Unfortunately some items are getting zero or very few resulting similar items despite being highly similar to items.

I think I've tracked it down to this line in the EuclideanDistanceSimilarity class:

double euclideanDistance = Math.sqrt(normA - 2 * dots + normB);

The value passed to sqrt is sometimes negative, in which case NaN is returned. I figure perhaps there should be a Math.abs in there somewhere but my maths aren't strong enough to understand how the Euclidean calculation has been rearranged so not sure what the effect would be.

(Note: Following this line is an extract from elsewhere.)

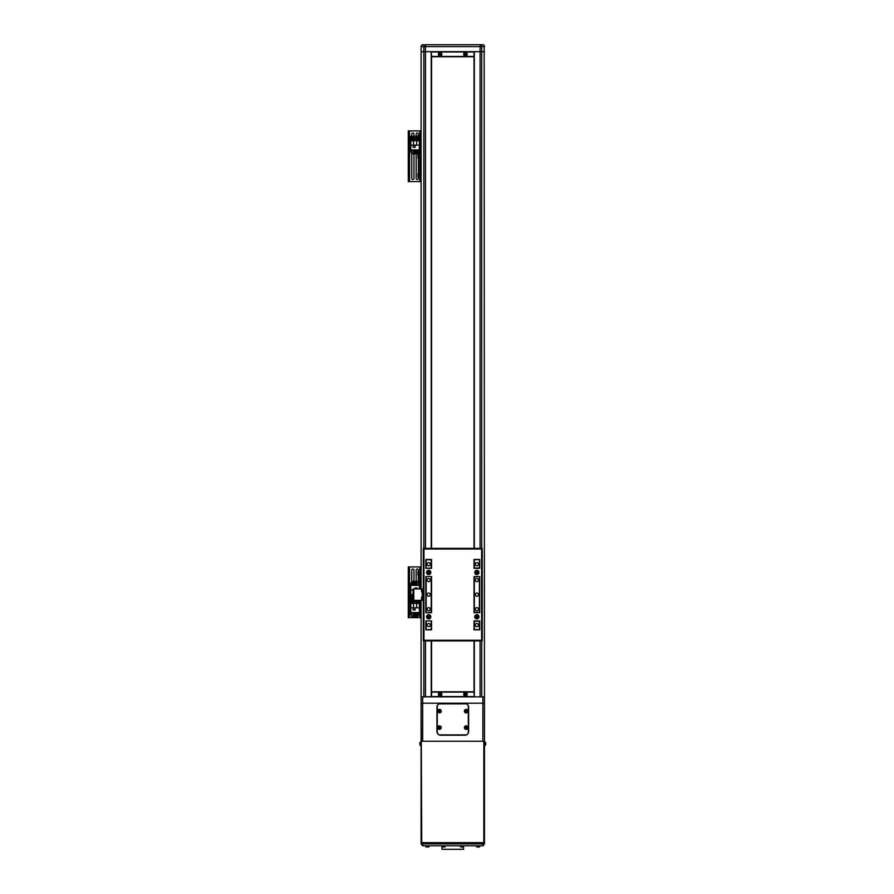 <?xml version="1.0" encoding="UTF-8"?>
<svg xmlns="http://www.w3.org/2000/svg" width="894" height="894" viewBox="0 0 894 894"><rect width="100%" height="100%" fill="white"/><g stroke="black" fill="none" stroke-linecap="round" stroke-linejoin="round"><path stroke-width="1.34" d="M475.284 625.062A1.587 1.587 0 0 0 476.871 626.649A1.587 1.587 0 0 0 478.458 625.062A1.587 1.587 0 0 0 476.871 623.476A1.587 1.587 0 0 0 475.284 625.062M475.284 609.216A1.587 1.587 0 0 0 476.871 610.803A1.587 1.587 0 0 0 478.458 609.216A1.587 1.587 0 0 0 476.871 607.629A1.587 1.587 0 0 0 475.284 609.216M427.12 609.216A1.587 1.587 0 0 0 428.695 610.803A1.587 1.587 0 0 0 430.282 609.216A1.587 1.587 0 0 0 428.695 607.629A1.587 1.587 0 0 0 427.12 609.216M427.12 625.062A1.587 1.587 0 0 0 428.695 626.649A1.587 1.587 0 0 0 430.282 625.062A1.587 1.587 0 0 0 428.695 623.476A1.587 1.587 0 0 0 427.12 625.062M427.12 564.215A1.587 1.587 0 0 0 428.695 565.801A1.587 1.587 0 0 0 430.282 564.215A1.587 1.587 0 0 0 428.695 562.639A1.587 1.587 0 0 0 427.12 564.215M427.12 580.061A1.587 1.587 0 0 0 428.695 581.648A1.587 1.587 0 0 0 430.282 580.061A1.587 1.587 0 0 0 428.695 578.485A1.587 1.587 0 0 0 427.12 580.061M475.284 580.061A1.587 1.587 0 0 0 476.871 581.648A1.587 1.587 0 0 0 478.458 580.061A1.587 1.587 0 0 0 476.871 578.485A1.587 1.587 0 0 0 475.284 580.061M475.284 564.215A1.587 1.587 0 0 0 476.871 565.801A1.587 1.587 0 0 0 478.458 564.215A1.587 1.587 0 0 0 476.871 562.639A1.587 1.587 0 0 0 475.284 564.215M475.284 594.644A1.587 1.587 0 0 0 476.871 596.231A1.587 1.587 0 0 0 478.458 594.644A1.587 1.587 0 0 0 476.871 593.057A1.587 1.587 0 0 0 475.284 594.644M427.12 594.644A1.587 1.587 0 0 0 428.695 596.231A1.587 1.587 0 0 0 430.282 594.644A1.587 1.587 0 0 0 428.695 593.057A1.587 1.587 0 0 0 427.12 594.644M426.17 568.025L426.17 559.778L431.232 559.778L431.232 568.025L426.17 568.338M426.17 576.574L431.232 576.574M431.232 576.898L431.232 612.39L426.17 612.703M426.17 620.939L431.232 620.939M431.232 621.263L431.232 629.499L426.17 629.823L426.17 621.263M431.232 629.499L431.232 627.521M474.334 627.521L474.021 629.499L479.407 629.823L479.407 620.939M479.407 568.338L479.407 559.465L474.021 559.778L474.334 561.756M431.232 561.756L431.232 559.778M479.407 576.898L479.407 612.39L474.334 612.39L474.334 576.898L479.407 576.574M426.17 576.898L426.17 612.39M474.334 559.778L474.334 568.025L479.407 568.025M474.334 629.499L474.334 621.263L479.407 621.263M478.994 572.462A2.134 2.134 0 0 0 476.871 570.327A2.134 2.134 0 0 0 474.736 572.462A2.134 2.134 0 0 0 476.871 574.585A2.134 2.134 0 0 0 478.994 572.462M430.83 572.462A2.134 2.134 0 0 0 428.695 570.327A2.134 2.134 0 0 0 426.572 572.462A2.134 2.134 0 0 0 428.695 574.585A2.134 2.134 0 0 0 430.83 572.462M430.83 616.826A2.134 2.134 0 0 0 428.695 614.692A2.134 2.134 0 0 0 426.572 616.826A2.134 2.134 0 0 0 428.695 618.95A2.134 2.134 0 0 0 430.83 616.826M478.994 616.826A2.134 2.134 0 0 0 476.871 614.692A2.134 2.134 0 0 0 474.736 616.826A2.134 2.134 0 0 0 476.871 618.95A2.134 2.134 0 0 0 478.994 616.826M482.257 640.909L423.309 640.909L423.309 548.38L482.257 548.38L482.257 640.909L481.62 640.272L481.62 549.005L482.257 548.38M474.021 612.703L479.72 612.703L479.72 576.574L474.021 576.574L474.021 612.703M474.021 629.823L479.72 629.823L479.72 620.939L474.021 620.939L474.021 629.823M479.72 568.338L479.72 559.465L474.021 559.465L474.021 568.338L479.72 568.338M431.556 559.465L425.846 559.465L425.846 568.338L431.556 568.338L431.556 559.465M425.846 620.939L425.846 629.823L431.556 629.823L431.556 620.939L425.846 620.939M425.846 576.574L425.846 612.703L431.556 612.703L431.556 576.574L425.846 576.574M481.62 549.005L423.946 549.005L423.309 548.38M423.309 640.909L423.946 640.272L481.62 640.272M423.309 590.208L422.549 590.208L422.549 599.081L423.309 599.081M423.309 588.934L422.549 588.934L423.309 588.934M422.549 590.208L422.549 588.934L413.05 588.934L413.05 600.343L422.549 600.343L422.549 599.081M423.309 600.343L422.549 600.343M422.314 592.51L422.314 589.168M422.549 592.644L422.314 592.644A2.123 2.123 0 0 1 421.51 591.739L421.51 589.939A2.123 2.123 0 0 1 422.314 589.034L422.549 589.034M422.314 600.142L422.314 596.633A2.123 2.123 0 0 0 421.51 597.538L421.51 597.538M421.51 599.293L421.51 597.594M429.019 617.374A0.637 0.637 0 0 0 429.019 616.279A0.637 0.637 0 0 0 428.07 616.826A0.637 0.637 0 0 0 429.019 617.374M430.394 616.826A1.699 1.699 0 0 0 428.695 615.128A1.699 1.699 0 0 0 427.008 616.826A1.699 1.699 0 0 0 428.695 618.525A1.699 1.699 0 0 0 430.394 616.826M429.332 617.195L428.07 617.195L428.07 616.458L429.332 616.458L429.332 617.195M429.019 573.009A0.637 0.637 0 0 0 429.019 571.914A0.637 0.637 0 0 0 428.07 572.462A0.637 0.637 0 0 0 429.019 573.009M430.394 572.462A1.699 1.699 0 0 0 428.695 570.763A1.699 1.699 0 0 0 427.008 572.462A1.699 1.699 0 0 0 428.695 574.149A1.699 1.699 0 0 0 430.394 572.462M429.332 572.831L428.07 572.831L428.07 572.093L429.332 572.093L429.332 572.831M477.184 617.374A0.637 0.637 0 0 0 477.184 616.279A0.637 0.637 0 0 0 476.234 616.826A0.637 0.637 0 0 0 477.184 617.374M478.569 616.826A1.699 1.699 0 0 0 476.871 615.128A1.699 1.699 0 0 0 475.172 616.826A1.699 1.699 0 0 0 476.871 618.525A1.699 1.699 0 0 0 478.569 616.826M477.508 617.195L476.234 617.195L476.234 616.458L476.871 616.089L477.508 617.195M477.184 573.009A0.637 0.637 0 0 0 477.184 571.914A0.637 0.637 0 0 0 476.234 572.462A0.637 0.637 0 0 0 477.184 573.009M478.569 572.462A1.699 1.699 0 0 0 476.871 570.763A1.699 1.699 0 0 0 475.172 572.462A1.699 1.699 0 0 0 476.871 574.149A1.699 1.699 0 0 0 478.569 572.462M477.508 572.831L476.234 572.831L476.234 572.093L477.508 572.093L477.508 572.831M421.096 600.343L421.096 696.873L431.232 696.873L431.232 691.8L474.334 691.8L474.334 696.873L484.47 696.873L484.47 842.64L421.096 842.64L421.096 696.873L421.733 842.64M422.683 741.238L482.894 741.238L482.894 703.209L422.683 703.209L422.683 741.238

Can anyone explain the maths any better and confirm whether

double euclideanDistance = Math.sqrt(Math.abs(normA - 2 * dots + normB));

would be an acceptable fix?

Tom Martin
  • 2,498
  • 3
  • 29
  • 37
  • Interesting implementation, normally euclidian similarities are like `(1-sqrt(sum((vector2-vector1)^2))` – Thomas Jungblut Oct 26 '12 at 15:06
  • Where in the code does that line occur? – Fred Foo Oct 26 '12 at 15:17
  • @ThomasJungblut Yeah, I don't totally understand, I guess it's because the calculation's been distributed. I can tell you that in this case the normA and normB are the sum of the squares of each vector whilst the dots is possibly the sum dot product but I'm unsure. – Tom Martin Oct 26 '12 at 15:32
  • @larsmans In the SimiliarityReducer it calls `similarity.similarity`. That line is in EuclideanDistanceSimilarity which is one of the VectorSimilarityMeasures that can be plugged in via the configuration of the Hadoop job. – Tom Martin Oct 26 '12 at 15:35

1 Answers1

5

The code is in org.apache.mahout.math.hadoop.similarity.cooccurrence.measures. EuclideanDistanceSimilarity.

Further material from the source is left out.